On the “What We’ve Lost” front, count:

  • Computers: According to Della Femina, they’re wonderful but they’re cold, and what comes out of them is cold.
  • Less risk-taking in copywriting or art direction: “People just basically sort of do their job.”
  • There really was more creativity then: People meeting with giant note pads and art directors with drawing pads. Now it’s PowerPoint.

And the cryptic “from the wonderful folks who brought you Pearl Harbor”? His brainstorm when a large agency he’d just moved to was pitching the Panasonic account. “The room fell silent,” the FT dutifully reports.

His persona, of the original mad man, did have this effect: He knew he had clinched an account when an executive at the potential client said “You are not as crazy as I thought you’d be.”

The tale of his skirmish with the elders of the town of East Hampton is also priceless. Shortly after buying a house there, he opened a fruit and vegetable store, Jerry and David’s Red Horse Market. First, the town required him to paint the shop in regulation green. He refused. Clash. Next, he placed pumpkins outside, and was told that they were impermissible”advertising”. He said, “I am an advertising guy, and let me assure you those are not advertisements, those are pumpkins.”

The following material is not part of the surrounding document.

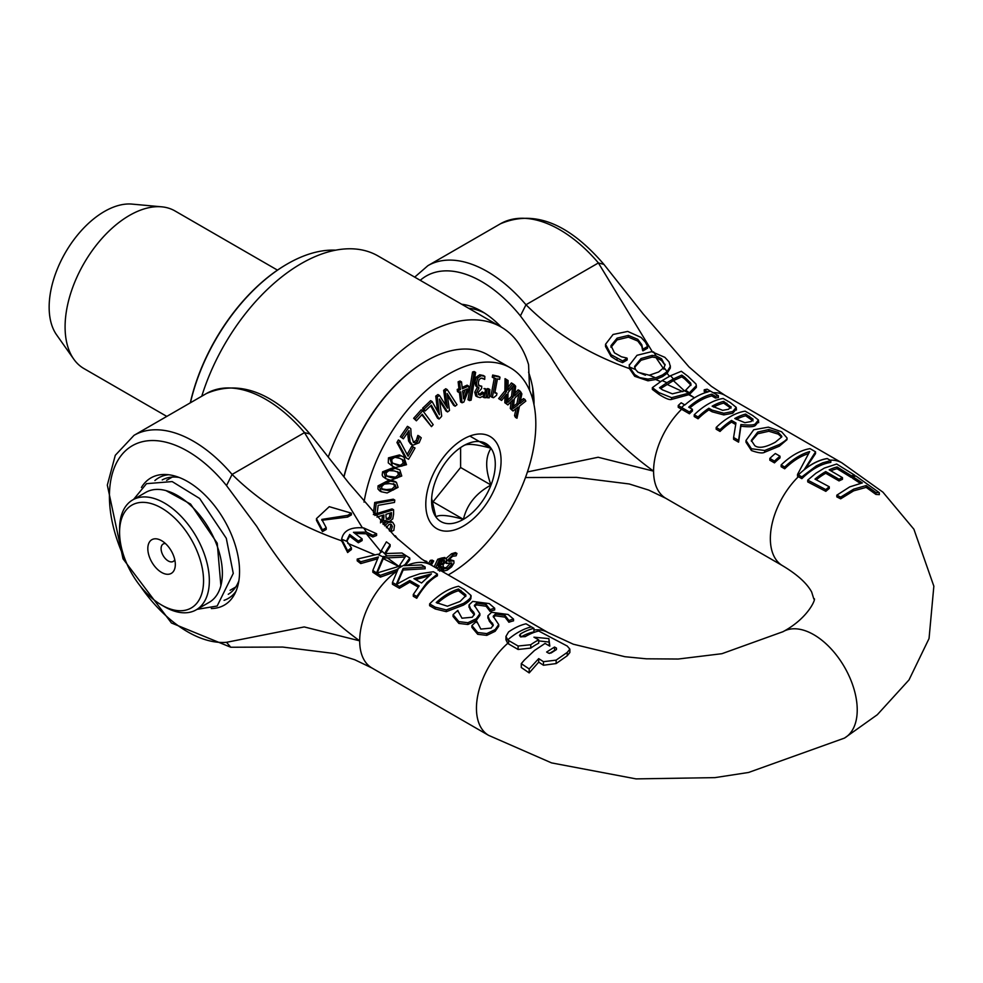 <?xml version="1.0" encoding="UTF-8"?>
<svg xmlns="http://www.w3.org/2000/svg" width="983" height="983" viewBox="0 0 983 983"><rect width="100%" height="100%" fill="white"/><g stroke="black" fill="none" stroke-linecap="round" stroke-linejoin="round"><path stroke-width="1.47" d="M520.474 636.775L520.474 633.937A63.502 36.666 -60 0 1 533.953 628.358A628.37 362.801 60 0 1 531.41 626.908L526.028 623.8A63.465 36.641 120 0 0 508.592 631.922L505.962 636.37L507.695 639.896A8.724 6.033 -13.4 0 0 508.592 640.498L518.102 646.015L530.783 644.725A64.374 37.17 -60 0 1 538.709 639.859L533.953 637.181L548.883 638.618L549.804 646.114L545.049 643.435L534.494 650.476L524.418 659.998L521.273 663.636L529.198 668.968L538.709 658.622L543.464 661.694L556.145 660.121L567.24 652.405L569.87 649.136L567.24 646.052L538.709 631.012A63.674 36.764 120 0 0 525.229 636.652L520.474 636.775L519.491 635.399L520.474 633.949M531.41 626.908A63.465 36.654 120 0 0 518.434 632.192A63.465 36.654 120 0 0 507.695 639.896M554.559 647.047L556.464 648.116L556.464 649.542L551.07 653.019L548.539 653.167A785.81 453.691 -120 0 0 546.634 652.024L554.559 647.035L554.559 650.39L549.436 653.437M569.87 649.136L569.87 652.503L567.24 655.747L556.145 663.562L543.464 665.245L538.709 662.137L538.709 658.622M538.709 662.137L529.198 672.913L529.198 668.968M529.198 672.913L521.273 667.506L521.273 663.636M549.386 645.88L548.883 638.618M538.709 639.859L538.709 643.214A60.233 34.774 120 0 0 530.783 648.092L518.102 649.468L508.592 643.951A8.7 6.07 165.6 0 1 507.707 643.349L505.962 639.786L505.962 636.37M548.883 642.034L538.709 640.904M520.953 636.996A59.41 34.294 120 0 1 533.953 631.86L533.953 628.358M425.135 566.982L421.596 564.942L404.259 565.68L409.751 558L406.016 555.641L399.676 565.262A120.147 86.725 -17.5 0 0 401.666 566.441A120.123 45.832 13 0 0 399.651 565.299A80.188 19.463 100.2 0 0 399.135 566.269L376.821 573.089A218.853 126.352 -120 0 0 380.372 575.338L398.041 569.194L392.45 582.452L399.417 586.47L409.751 580.498L419.151 585.929L413.29 594.482L416.743 596.472L427.027 582.452L437.41 574.072L433.38 571.737L420.122 573.679L409.309 577.39L396.21 584.529L403.153 568.334L425.135 566.982L425.135 568.752L403.153 570.005L397.058 583.963M437.41 574.072L437.41 575.829C430.456 579.442 423.562 586.912 416.743 598.266L413.29 596.276L413.29 594.482M418.254 587.109L409.751 582.194L399.417 588.264L392.45 584.246L392.45 582.452M397.12 571.111L380.372 577.132A217.575 125.615 60 0 1 376.821 574.883L376.821 573.089M474.31 614.903L470.562 610.48L469.063 606.597M458.127 611.807L457.894 610.394A61.425 35.462 120 0 0 453.065 614.707L458.877 621.625L467.933 622.718L476.313 618.712L479.876 613.699L474.347 605.405L476.497 603.193L486.143 604.533L490.087 609.669A61.425 35.462 -60 0 1 494.682 608.231L494.682 609.976A59.373 34.282 120 0 0 490.087 611.365L486.143 606.253L476.497 604.877L474.568 606.29M479.876 613.699L479.876 615.37L476.313 620.408L467.933 624.488L458.877 623.431L453.065 616.476L453.065 614.707M470.685 596.89C471.852 598.684 469.444 601.424 463.46 605.098L446.307 611.672L435.272 608.969L429.62 605.7L429.62 603.906L435.272 607.175L446.307 609.915L463.46 603.427C469.788 599.311 472.196 596.558 470.685 595.157L464.185 589.53L458.57 586.286A61.425 35.462 120 0 0 429.62 603.906M513.531 619.106L508.088 614.473L491.549 612.274L487.912 615.8L489.411 619.683L493.319 624.955L491.144 628.1L480.822 629.095L476.743 621.281A61.425 35.462 120 0 0 471.901 625.593L477.726 632.511L486.782 633.605L495.162 629.587L498.725 624.574L493.196 616.292L495.346 614.068L504.992 615.407L508.936 620.543A61.425 35.462 -60 0 1 513.531 619.106L513.531 620.851A59.373 34.282 120 0 0 508.936 622.239L504.992 617.127L495.346 615.763L493.405 617.164M498.725 624.574L498.725 626.245L495.162 631.283L486.782 635.362L477.726 634.305L471.901 627.363L471.901 625.593M493.159 625.778L489.411 621.354L487.912 617.471M421.547 583.005L413.941 578.618L431.426 573.888L421.547 583.005M428.563 576.013L415.662 579.601M380.372 577.132L380.372 575.338M405.377 565.532L409.751 559.757L409.751 558M399.417 588.264L399.417 586.47M409.751 582.194L409.751 580.498M416.743 598.266L416.743 596.472M403.153 570.005L403.153 568.334M508.69 620.126L508.678 622.092M487.912 615.8L487.851 618.086M476.952 622.055L476.976 622.681M508.936 622.239L508.936 620.543M489.411 621.354L489.411 619.683M492.557 624.783L492.557 623.111M486.782 635.362L486.782 633.605M351.41 513.175L351.41 514.883L347.65 517.058L347.65 515.35L351.41 513.175L329.256 506.675L316.465 518.606L322.461 529.886L326.221 527.711L321.785 519.417L347.65 515.35M347.65 517.058L321.834 520.277M322.461 529.886L322.461 531.606L326.221 529.432L326.221 527.711M322.461 531.606L316.465 520.339L316.465 518.606M377.484 554.326L357.21 559.081L360.749 561.784L378.418 556.968L372.84 570.447L376.563 572.917L383.247 556.968L377.484 554.326L379.524 554.043L381.33 550.517L386.995 555.886L405.524 555.321L401.973 552.999L384.636 553.576L390.128 544.631L386.393 541.842L381.33 550.517M383.247 556.968L386.995 555.886M390.128 544.631L390.128 546.376L385.631 553.441M405.524 556.231L405.524 555.321M404.885 557.029L383.53 558.074L383.53 556.403M377.533 558.823L360.749 563.566L357.21 560.851L357.21 559.081M376.821 573.974L376.563 572.917M383.53 558.074L377.189 572.929M360.749 563.566L360.749 561.784M376.563 574.711L372.84 572.229L372.84 570.447M465.758 596.411L465.758 594.776L465.893 595.6L460.105 601.436L447.425 606.216L436.219 602.567A61.425 35.462 -60 0 1 458.508 589.014L465.758 594.776M465.758 596.484L458.508 590.734L458.508 589.014M446.307 611.672L446.307 609.915M470.796 597.725L470.685 595.157M458.508 590.734A59.373 34.282 120 0 0 437.386 603.243M351.41 547.85L347.122 541.461L341.654 539.2L347.65 550.799A50.231 28.999 -60 0 1 351.41 547.85L351.41 549.558A48.216 27.831 120 0 0 347.65 552.544L347.65 550.799M366.462 532.122L372.84 535.317L376.6 533.744L363.649 527.908L366.462 532.122L353.462 532.294A407.441 235.244 60 0 0 362.125 538.881L358.365 541.055A407.441 235.244 -120 0 1 349.702 534.469L346.974 540.048L347.122 541.461M363.649 527.908C350.722 526.827 343.386 530.587 341.654 539.2M362.125 538.881L362.125 540.576L358.365 542.751L358.365 541.055M358.365 542.751A409.493 236.424 60 0 1 349.702 536.165L349.702 534.469M376.6 533.744L376.6 535.477L372.84 537.013L372.84 535.317M372.84 537.013L366.327 533.781L355.023 533.499M349.702 536.165L347.036 540.908M347.65 552.544L341.666 540.81C298.353 525.905 261.822 503.775 232.099 474.433L226.508 485.59L256.809 526.47C285.856 574.072 320.151 612.188 359.68 640.842L304.226 626.933L226.508 642.304L230.772 647.244L171.423 622.976L123.035 558.823L107.319 485.111L115.294 455.289L134.02 435.334A118.746 68.564 -120 0 1 232.16 474.543M467.933 624.488L467.933 622.718M473.708 613.908L473.708 612.237L474.482 614.068L472.307 617.226L461.973 618.209L458.103 611.18M470.562 610.48L470.562 608.796L473.708 612.237M494.682 608.231L489.239 603.599L472.7 601.399L469.063 604.914L469.002 607.211M469.063 604.914L470.562 608.796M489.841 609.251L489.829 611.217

Matters escalated to a summons and arrest warrant being issued against him, and his lawyer advised him to turn himself in quietly. But, apprised that if he turned up at the police station instead of court, he would be publicly handcuffed and given the perp walk, three guesses as to what he chose to do.

There were photographs all over of Della Femina in handcuffs. Later, he sued the town for wrongful arrest, and won.

And the relevance, at last, Patient Reader, to law-firm land?

The FT reporter asks:

“Was it calculated, though, or just natural exuberance?” Della Femina looks me straight in the eye. “I invented myself.”

The point precisely.

We need more lawyers who “invent themselves.” We need more lawyers who are American originals. We need more lawyers driven to grow wildly beyond their roots. We surely need more lawyers who are slightly mad, whom clients hire when they realize they’re “not as crazy as I thought you were.”

More lawyers, in other words, who are the next generation’s legends of the bar: Who are brilliant, fearless, profoundly insightful polymaths.

And who, again, invent themselves. Because that is the root of unwavering authenticity.